— О чем это ты?
— Да я ж вам рассказываю, как меня, раненного, киевляне спасли. Или вы не слушали?
— Слушал, слушал. Продолжай.
— Ну вот, значит, лодка ударилась в песок. Потом осторожные шаги. Подходят двое… Один говорит: «Не поймешь, живой или нет». Хочу сказать, что живой, и не могу, язык одеревенел, будто фанерка шершавая во рту. А в голове словно гвоздем ковыряют. Человек наклоняется ко мне, слушает. «Дышит», — говорит.
Дальше Сергей рассказывает, как его осторожно положили на дно лодки и повезли. Потом вынесли на берег.
Несли долго. Подъем был высокий и крутой. Теперь он чувствовал, что в мозг его врезаются зубья пилы и рвут, рвут, рвут.
Шепот:
— Тихо! Немцы!
Останавливаются. Совсем близко шаги, пьяный разговор.
И вот уже скрип калитки. Три условных щелчка в окно. Дверь открывает женщина.
— Кто тут?
— Спасай, Анна Ивановна, — говорит один из мужчин, — наш человек, раненый.
— Живее давайте сюда, — засуетилась хозяйка. — Кладите на кровать — и за доктором. За Фролом Корнеевичем.
— А пойдет?
— Пойдет. Скажите, что я прошу.
Приходит доктор. Шумный. Звенит инструментами. Ощупывает голову, командует:
— Воду, горячую!
— Неужели оперировать придется, Фрол Корнеевич?
— Непременно и безотлагательно. Пуля у него застряла.
Работая, доктор насвистывает песенку из оперетты Оффенбаха.
После операции боль понемногу утихает. На Борисова сваливается сон. Долгий, тяжелый. Когда открывает глаза, через щели в забитом досками окне широкими полосами струится дневной свет. Подле кровати, на стуле, уронив на грудь седую голову, дремлет пожилая женщина. Золотистый луч дрожит на ее впалой щеке. Борисов знает, что ее зовут Анной Ивановной, хочет окликнуть, но язык по-прежнему не подчиняется.
Два месяца Сережа был в тяжелом состоянии. Доктор навещал его. Ночами, разумеется. Это был старичок с морщинистым лицом и коротеньким носом. Он шутил, насвистывал любимую песенку из оперетты Оффенбаха, а когда уходил и прощался, всегда задавал Анне Ивановне один и тот же вопрос:
— Как думаете, встретимся еще?
Однажды доктор явился с радостной вестью: немецкие войска под Москвой разгромлены.
— Это, Анна Ивановна, начало великих начал, — воскликнул он с пафосом. — Ну, а как наш больной?

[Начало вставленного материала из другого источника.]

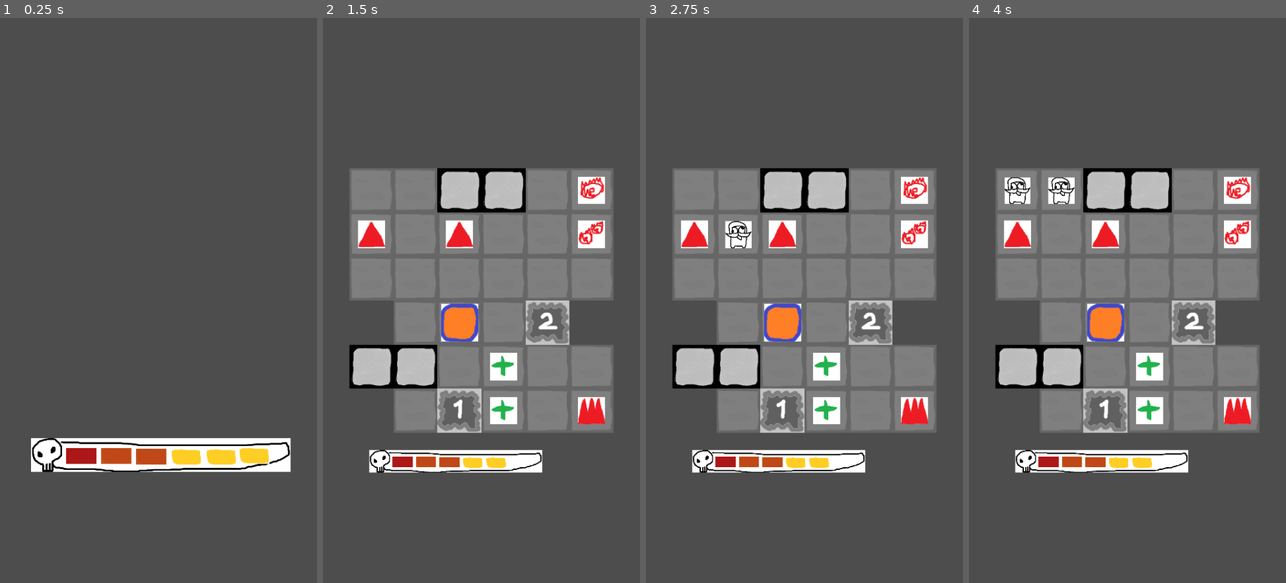
Above: before the commit, frames 1-4 (left to right).
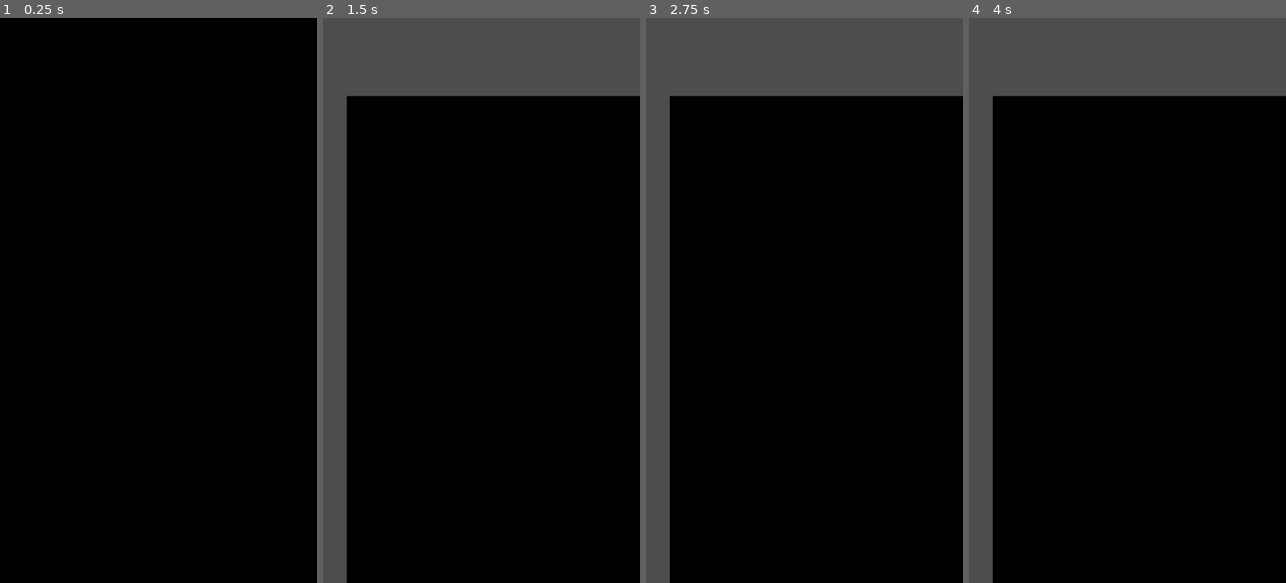
Above: after the commit, the same moments.

Repository: chamwhy/godotTest
Game: Godot game, scene res://04_Scenes/main.tscn
Same seed, same stepped clock (60 frames per second), same inputs: the game is played once before the commit and once after it.
Inputs:
- Up to frame 1 (0.25 s): no input
- Up to frame 2 (1.5 s): tap Enter at 0.5 s; hold D (move_right) 0.53-1.28 s; tap X (test_x) at 0.6 s; tap Space (interaction, bound only after the commit) at 0.8, 1.25, 1.35 s; hold S (move_down) from 1.28 s (still down)
- Up to frame 3 (2.75 s): tap 5 at 1.55 s; tap Enter at 2 s; release S (move_down) at 2.03 s; hold D (move_right) from 2.03 s (still down); hold 5 from 2.03 s (still down); tap 6 at 2.3 s
- Up to frame 4 (4 s): tap Space (interaction, bound only after the commit) at 2.75, 3.8 s; release D (move_right) at 2.78 s; release 5 at 2.78 s; hold W (move_up) 2.78-3.53 s; tap 6 at 2.85 s; tap X (test_x) at 3.05, 3.6 s; tap Enter at 3.5 s; hold A (move_left) from 3.53 s (still down)

The runs differ from the first frame. In frame 1, 100% of the frame differs, in the area x 0-100%, y 0-100%; in frame 2, 78%; in frame 3, 78%; in frame 4, 78%.
Error after the commit: Cannot call method 'set_trans' on a null value. (res://01_Scripts/UI/Dissolver.gd:18)

Commit message:
맵 포탈 및 맵 전환 매커니즘 추가, 디졸브 효과 추가 시도

Diff:
--- /dev/null
+++ b/godot/01_Scripts/Entities/Element/Exit/MapPortal.gd
@@ -0,0 +1,29 @@
+extends Element
+class_name MapPortal
+
+#region element 별 특성
+#@export var is_block: bool = false  # 막힘 판정 여부
+#@export var hitable: bool = true
+var world := 0
+var stage := 0
+#endregion
+
+
+func apply_data(data: Dictionary) -> void:
+	super.apply_data(data)
+	is_block = false
+	hitable = false
+	world = data.get("world", 0)
+	stage = data.get("stage", 0)
+
+	InGameManager.element_interacted.connect(_check_pos)
+	# TODO: 상태에 따른 이미지 업데이트
+
+func _check_pos(pos: Position, elm: Element, tick: int) -> void:
+	print("map portal 발동.", cur_position.to_str(), pos.to_str())
+	# 일단은 elm 상관없이 발동. 나중에 player 넣거나 아니면 몬스터가 밟는 거 자체를 기믹으로 할 수도?
+	if pos.equals(cur_position):
+		move_map()
+
+func move_map() -> void:
+	MapDrawer.draw_map(world,stage)
--- a/godot/01_Scripts/Entities/Element/Unit/Unit.gd
+++ b/godot/01_Scripts/Entities/Element/Unit/Unit.gd
@@ -43,12 +43,14 @@
 
 
 func action_dir(dir: Position, tick: int) -> void:
-	var real_dir = dir.normalized()
-	if move_speed < 0:
-		real_dir = real_dir * -1
-
-	# 음수값 구현
-	action2(real_dir, abs(move_speed), tick)
+	if dir.equals(Position.ZERO()):
+		InGameManager.interact_element(self, cur_position, 0)
+	else:
+		var real_dir = dir.normalized()
+		if move_speed < 0:
+			real_dir = real_dir * -1
+		# 음수값 구현
+		action2(real_dir, abs(move_speed), tick)
 
 func action2(dir: Position, spd: int, tick: int) -> void:
 	if not dir.is_straight(): return
--- a/godot/01_Scripts/Systems/AutoLoad/GameManager.gd
+++ b/godot/01_Scripts/Systems/AutoLoad/GameManager.gd
@@ -10,3 +10,10 @@
 func set_state(new_state: GameState) -> void:
 	print("GameState changed: {GameSate.keys()[cur_state]} -> {GameSate.keys()[new_state]}")
 	cur_state = new_state
+
+
+func load_map(world: int, stage: int, fadein = true, fadeout = true) -> bool:
+	# fade-in
+	if fadein:
+		pass
+	return false
--- a/godot/01_Scripts/Systems/AutoLoad/InGameManager.gd
+++ b/godot/01_Scripts/Systems/AutoLoad/InGameManager.gd
@@ -35,13 +35,10 @@
 	InputManager.action_input.connect(_action_inputed)
 
 func _action_inputed(dir: Position):
-	print("check", AnimationQueue.is_processing, _player == null)
 	if AnimationQueue.is_processing or _player == null: return
 	# 유저 입력을 통한 행동은 tick 0부터 시작
-	print("action!", dir.to_str())
 	_player.action_dir(dir, 0)
 	# 현재 MAX에 도달했을때 false 반환값으로 인한 중간 process는 작성되지 않음.
-	print("animation test")
 	AnimationQueue.process_queue()
 
 #region Map
@@ -64,13 +61,18 @@
 			tile_map[y].append(0)
 			element_map[y].append([])
 
+func clear():
+	map_width = 0
+	map_height = 0
+	tile_map = []
+	element_map = []
+
+
 func map_size_in(x:int, y:int) -> bool:
 	return 0 <= x and x < map_width and 0 <= y and y < map_height
 
 func has_tile(x:int, y:int) -> bool:
-	print("11")
 	if not map_size_in(x, y): return false
-	print("12")
 	return tile_map[y][x] != 0
 
 func register_tile(pos: Position, tile_id: int) -> void:
@@ -117,7 +119,7 @@
 signal element_entered(pos: Position, elm: Element, tick: int)
 signal element_passed(pos: Position, elm: Element, tick: int)
 signal element_exited(pos: Position, elm: Element, tick: int)
-
+signal element_interacted(pos: Position, elm: Element, tick: int)
 
 # Element 넣기(register는 등록만, 해당 함수는 외부 처리까지 동시에 진행)
 func enter_element(elm: Element, pos: Position, tick: int) -> bool:
@@ -138,11 +140,8 @@
 
 # 일치하는 Element 꺼내기
 func exit_element(elm: Element, pos: Position, tick: int) -> Element:
-	print("1")
 	if not has_tile(pos.x, pos.y): return null
-	print("2")
 	if element_map[pos.y][pos.x] == null: return null
-	print("3")
 	for i in range(element_map[pos.y][pos.x].size()):
 		var re = element_map[pos.y][pos.x][i]
 		if not re is Element: continue
@@ -151,21 +150,17 @@
 		element_map[pos.y][pos.x].remove_at(i)
 		element_exited.emit(pos, elm, tick)
 		return re
-	print("4")
 	return null
+
+func interact_element(elm: Element, pos: Position, tick: int) -> bool:
+	if not map_size_in(pos.x, pos.y): return false
+	element_interacted.emit(pos, elm, tick)
+	return true
 
 
 #endregion
 
 
-func entity_exit(pos: Position, ent: Entity) -> void:
-	pass
-
-func entity_pass(pos: Position, ent: Entity) -> void:
-	pass
-
-func entity_placed(pos: Position, ent: Entity) -> void:
-	pass
 
 # 지나갈 수 있는 지 여부
 func can_pass(pos: Position) -> bool:
@@ -193,6 +188,7 @@
 
 #region MapPosition
 func position_to_world(pos: Position) -> Vector2:
+	# TODO: 나중에 카메라 관련 기획짜서 고치기?
 	return Vector2(pos.x + 0.5, pos.y + 0.5) * MapDrawer.tile_size
 
 #endregion
--- a/godot/01_Scripts/Systems/AutoLoad/InputManager.gd
+++ b/godot/01_Scripts/Systems/AutoLoad/InputManager.gd
@@ -44,6 +44,9 @@
 	elif Input.is_action_just_pressed("move_right"):
 		print("right누름")
 		emit_signal("action_input", Position.RIGHT())
+	elif Input.is_action_just_pressed("interaction"):
+		print("상호작용누름")
+		emit_signal("action_input", Position.ZERO())
 
 func input_gameover() -> void:
 	pass
--- a/godot/01_Scripts/Systems/AutoLoad/UIManager.gd
+++ b/godot/01_Scripts/Systems/AutoLoad/UIManager.gd
@@ -1,12 +1,17 @@
-# AutoLoad
+# AutoLoad (GlobalDissolve.gd)
 extends Node
 
+# 씬에 배치된 Dissolver 객체를 여기에 등록해야 합니다.
+var dissolver: Dissolver = null
 
-# Called when the node enters the scene tree for the first time.
-func _ready() -> void:
-	pass # Replace with function body.
+func dissolve_in(duration: float) -> void:
+	if dissolver:
+		dissolver.dissolve_in(duration)
+	else:
+		push_warning("Dissolver 객체가 등록되지 않았습니다!")
 
-
-# Called every frame. 'delta' is the elapsed time since the previous frame.
-func _process(delta: float) -> void:
-	pass
+func dissolve_out(duration: float) -> void:
+	if dissolver:
+		dissolver.dissolve_out(duration)
+	else:
+		push_warning("Dissolver 객체가 등록되지 않았습니다!")
--- a/godot/01_Scripts/Systems/Map/MapDrawer.gd
+++ b/godot/01_Scripts/Systems/Map/MapDrawer.gd
@@ -112,3 +112,19 @@
 		# 3. apply_data 자동 호출
 		if obj.has_method("apply_data"):
 			obj.apply_data(entity_data)
+
+
+func erase_map() -> void:
+	# 1. 씬 트리의 루트 노드를 기준으로 부모 노드를 동적으로 찾습니다.
+	var current_root = get_tree().current_scene # 현재 로드된 씬의 루트 노드
+
+	entity_parent = current_root.find_child(entity_parent_name, true)
+
+	if entity_parent == null:
+		print("MapMaker: 엔티티 부모 노드 '%s'를 현재 씬에서 찾을 수 없어 엔티티 로드를 건너뜁니다." % entity_parent_name)
+		# 엔티티가 없어도 타일은 로드할 수 있도록 여기서는 return false 하지 않을 수 있습니다.
+
+	for n in entity_parent.get_children():
+		entity_parent.remove_child(n)
+		n.queue_free()
+	InGameManager.clear()
--- /dev/null
+++ b/godot/01_Scripts/Test/DissolverTester.gd
@@ -0,0 +1,14 @@
+extends Node
+
+
+
+# Called every frame. 'delta' is the elapsed time since the previous frame.
+func _process(delta: float) -> void:
+	if Input.is_key_pressed(KEY_5):
+		print("디졸브 IN 시작 (1.5초)")
+		UiManager.dissolve_in(1.5)
+
+	# 6번 키를 눌렀을 때 (Out: 사라지기)
+	if Input.is_key_pressed(KEY_6):
+		print("디졸브 OUT 시작 (1.5초)")
+		UiManager.dissolve_out(1.5)
--- a/godot/01_Scripts/Test/MapMakeTester.gd
+++ b/godot/01_Scripts/Test/MapMakeTester.gd
@@ -10,4 +10,4 @@
 func _process(delta: float) -> void:
 	if Input.is_action_just_pressed("test_x"):
 		print("test x")
-		MapDrawer.draw_map(1,3)
+		MapDrawer.draw_map(0,0)
--- /dev/null
+++ b/godot/01_Scripts/UI/Dissolver.gd
@@ -0,0 +1,18 @@
+extends Sprite2D
+class_name Dissolver
+
+@onready var mat = material as ShaderMaterial
+
+func _ready():
+	# 게임 시작 시 GlobalDissolve(싱글톤 이름)에 자신을 등록
+	UiManager.dissolver = self
+
+func dissolve_out(duration: float):
+	# 지정된 시간 동안 value를 0에서 1로 (사라지기)
+	var tween = create_tween()
+	tween.tween_property(material, "shader_parameter/progress", 1.0, 1.5).set_trans(Tween.TRANS_QUART).set_ease(Tween.EASE_OUT)
+
+func dissolve_in(duration: float):
+	# 지정된 시간 동안 value를 1에서 0으로 (나타나기)
+	var tween = create_tween()
+	tween.tween_property(material, "shader_parameter/progress", 0.0, 1.5).set_trans(Tween.TRANS_QUART).set_ease(Tween.EASE_IN)
--- /dev/null
+++ b/godot/02_Material/Shader/cam_dissolve.gdshader
@@ -0,0 +1,20 @@
+shader_type canvas_item;
+
+uniform float progress : hint_range(0.0, 1.0) = 0.0;
+uniform float pixel_size = 32.0;
+
+void fragment() {
+    // Get the screen UV and snap it to the pixel grid
+    vec2 grid_uv = floor(UV * pixel_size) / pixel_size;
+
+    // Create a simple circular mask based on the distance from the center
+    // You can also use a texture here for more complex patterns
+    float dist = distance(grid_uv, vec2(0.5));
+
+    // Compare distance to progress to create the "reveal" effect
+    if (dist < progress * 1.5) {
+        discard; // Make the pixel transparent
+    }
+
+    COLOR = vec4(0.0, 0.0, 0.0, 1.0); // The transition color (Black)
+}
--- /dev/null
+++ b/godot/02_Material/Shader/cam_dissolve.tres
@@ -0,0 +1,10 @@
+[gd_resource type="ShaderMaterial" format=3 uid="uid://bpsj5ontcsxcx"]
+
+[ext_resource type="Shader" uid="uid://7mofg0ivb0uj" path="res://02_Material/Shader/cam_dissolve.gdshader" id="1_5hv0u"]
+
+[sub_resource type="NoiseTexture2D" id="NoiseTexture2D_5hv0u"]
+
+[resource]
+shader = ExtResource("1_5hv0u")
+shader_parameter/value = 0.0
+shader_parameter/noise_texture = SubResource("NoiseTexture2D_5hv0u")
--- /dev/null
+++ b/godot/04_Scenes/Entities/map_portal.tscn
@@ -0,0 +1,11 @@
+[gd_scene format=3 uid="uid://bk8u1y1oy40g1"]
+
+[ext_resource type="Script" uid="uid://dm3didxm223aq" path="res://01_Scripts/Entities/Element/Exit/MapPortal.gd" id="1_vr2du"]
+[ext_resource type="Texture2D" uid="uid://os4vfwivs52a" path="res://03_Resources/Test/map_portal.png" id="2_uoq1a"]
+
+[node name="MapPortal" type="Node2D" unique_id=1180122851]
+script = ExtResource("1_vr2du")
+hitable = false
+
+[node name="Sprite2D" type="Sprite2D" parent="." unique_id=260130908]
+texture = ExtResource("2_uoq1a")
--- a/godot/04_Scenes/main.tscn
+++ b/godot/04_Scenes/main.tscn
@@ -3,8 +3,12 @@
 [ext_resource type="Script" uid="uid://lpdb7ca0h2ms" path="res://01_Scripts/Systems/MyCamera.gd" id="1_6grqo"]
 [ext_resource type="Script" uid="uid://ybb0yxgxcq8b" path="res://01_Scripts/Test/MapMakeTester.gd" id="1_6s166"]
 [ext_resource type="Script" uid="uid://cb6q0b6vlkvlu" path="res://01_Scripts/UI/PlayerHpBar.gd" id="4_rbyvi"]
+[ext_resource type="Material" uid="uid://bpsj5ontcsxcx" path="res://02_Material/Shader/cam_dissolve.tres" id="6_6grqo"]
 [ext_resource type="Texture2D" uid="uid://c136eykec6roi" path="res://03_Resources/Test/hpbar.png" id="6_ibv6u"]
+[ext_resource type="Script" uid="uid://bknp4kqn5q4sl" path="res://01_Scripts/UI/Dissolver.gd" id="6_xfwcn"]
 [ext_resource type="Texture2D" uid="uid://buj5q8hvmbqar" path="res://03_Resources/Test/hpbarCnt.png" id="7_6grqo"]
+[ext_resource type="Texture2D" uid="uid://6sa64x3qs22d" path="res://03_Resources/Test/black.png" id="7_epy18"]
+[ext_resource type="Script" uid="uid://bodtelrykebsi" path="res://01_Scripts/Test/DissolverTester.gd" id="9_epy18"]
 
 [node name="Main" type="Node" unique_id=1358099324]
 
@@ -128,3 +132,13 @@
 offset_bottom = 24.80191
 grow_vertical = 2
 texture = ExtResource("7_6grqo")
+
+[node name="DissolveSprite" type="Sprite2D" parent="." unique_id=1625890105]
+material = ExtResource("6_6grqo")
+position = Vector2(242.99998, 430)
+scale = Vector2(4.93, 8.77)
+texture = ExtResource("7_epy18")
+script = ExtResource("6_xfwcn")
+
+[node name="Node" type="Node" parent="." unique_id=1709739146]
+script = ExtResource("9_epy18")
--- /dev/null
+++ b/godot/05_Data/01_MapData/00_00.json
@@ -0,0 +1,46 @@
+{
+	"world": 0,
+	"stage": 0,
+	"map_name": "메인 월드",
+	"tile_size": 100,
+	"map_width": 4,
+	"map_height": 6,
+	"tile_map": [
+		[1, 1, 1, 1],
+		[0, 0, 1, 1],
+		[1, 1, 1, 1],
+		[0, 0, 1, 1],
+		[1, 1, 1, 1],
+		[0, 0, 0, 1],
+	],
+	"entities": [
+		{
+			"x": 3,
+			"y": 5,
+			"obj_type": "player",
+			"mh": 6,
+			"ch": 6
+		},
+		{
+			"x": 0,
+			"y": 4,
+			"obj_type": "mapPortal",
+			"world": 1,
+			"stage": 0
+		},
+		{
+			"x": 0,
+			"y": 2,
+			"obj_type": "mapPortal",
+			"world": 2,
+			"stage": 0
+		},
+		{
+			"x": 0,
+			"y": 0,
+			"obj_type": "mapPortal",
+			"world": 3,
+			"stage": 0
+		},
+	]
+}
--- a/godot/05_Data/01_MapData/01_01.json
+++ b/godot/05_Data/01_MapData/01_01.json
@@ -14,7 +14,7 @@
 		{
 			"x": 10,
 			"y": 12,
-			"obj_type": "Player"
+			"obj_type": "player"
 		},
 		{
 			"x": 5,
--- a/godot/05_Data/09_Util/exported_resources.tres
+++ b/godot/05_Data/09_Util/exported_resources.tres
@@ -7,11 +7,13 @@
 [ext_resource type="PackedScene" uid="uid://b635aa1kx37m0" path="res://04_Scenes/Entities/trap.tscn" id="4_bgbi1"]
 [ext_resource type="PackedScene" uid="uid://tqdeqigdhtn" path="res://04_Scenes/Entities/heal_item.tscn" id="5_k3ru8"]
 [ext_resource type="PackedScene" uid="uid://bi71to4ae5eo7" path="res://04_Scenes/Entities/move_box.tscn" id="6_dpfcg"]
+[ext_resource type="PackedScene" uid="uid://bk8u1y1oy40g1" path="res://04_Scenes/Entities/map_portal.tscn" id="7_k3ru8"]
 
 [resource]
 script = ExtResource("1_8ssbv")
 entityScenes = Dictionary[String, PackedScene]({
 "healItem": ExtResource("5_k3ru8"),
+"mapPortal": ExtResource("7_k3ru8"),
 "moveBox": ExtResource("6_dpfcg"),
 "player": ExtResource("2_77qpq"),
 "tile": ExtResource("3_2mgts"),
--- a/godot/project.godot
+++ b/godot/project.godot
@@ -68,6 +68,12 @@
 , Object(InputEventKey,"resource_local_to_scene":false,"resource_name":"","device":-1,"window_id":0,"alt_pressed":false …(186 unchanged characters)…
 ]
 }
+interaction={
+"deadzone": 0.2,
+"events": [Object(InputEventKey,"resource_local_to_scene":false,"resource_name":"","device":-1,"window_id":0,"alt_pressed":false,"shift_pressed":false,"ctrl_pressed":false,"meta_pressed":false,"pressed":false,"keycode":0,"physical_keycode":32,"key_label":0,"unicode":32,"location":0,"echo":false,"script":null)
+, Object(InputEventKey,"resource_local_to_scene":false,"resource_name":"","device":-1,"window_id":0,"alt_pressed":false,"shift_pressed":false,"ctrl_pressed":false,"meta_pressed":false,"pressed":false,"keycode":0,"physical_keycode":4194309,"key_label":0,"unicode":0,"location":0,"echo":false,"script":null)
+]
+}
 
 [rendering]
 
Not shown, added: godot/01_Scripts/Entities/Element/Exit/MapPortal.gd.uid
Not shown, added: godot/01_Scripts/Test/DissolverTester.gd.uid
Not shown, added: godot/01_Scripts/UI/Dissolver.gd.uid
Not shown, added: godot/02_Material/Shader/cam_dissolve.gdshader.uid
Binary file added: godot/03_Resources/Test/black.png
Not shown, added: godot/03_Resources/Test/black.png.import
Binary file added: godot/03_Resources/Test/map_portal.png
Not shown, added: godot/03_Resources/Test/map_portal.png.import

— Плохо, Фрол Корнеевич. — Понимать будто все понимает, а не говорит.
— Будет говорить, не беспокойтесь, — заверил доктор. Он подошел к Сергею, проверил пульс, послушал сердце, потом говорит: — Думал как-нибудь обойтись, но вижу, посоветоваться со специалистом необходимо.
— Кто такой? Вы ему доверяете? — с тревогой в голосе спросила женщина.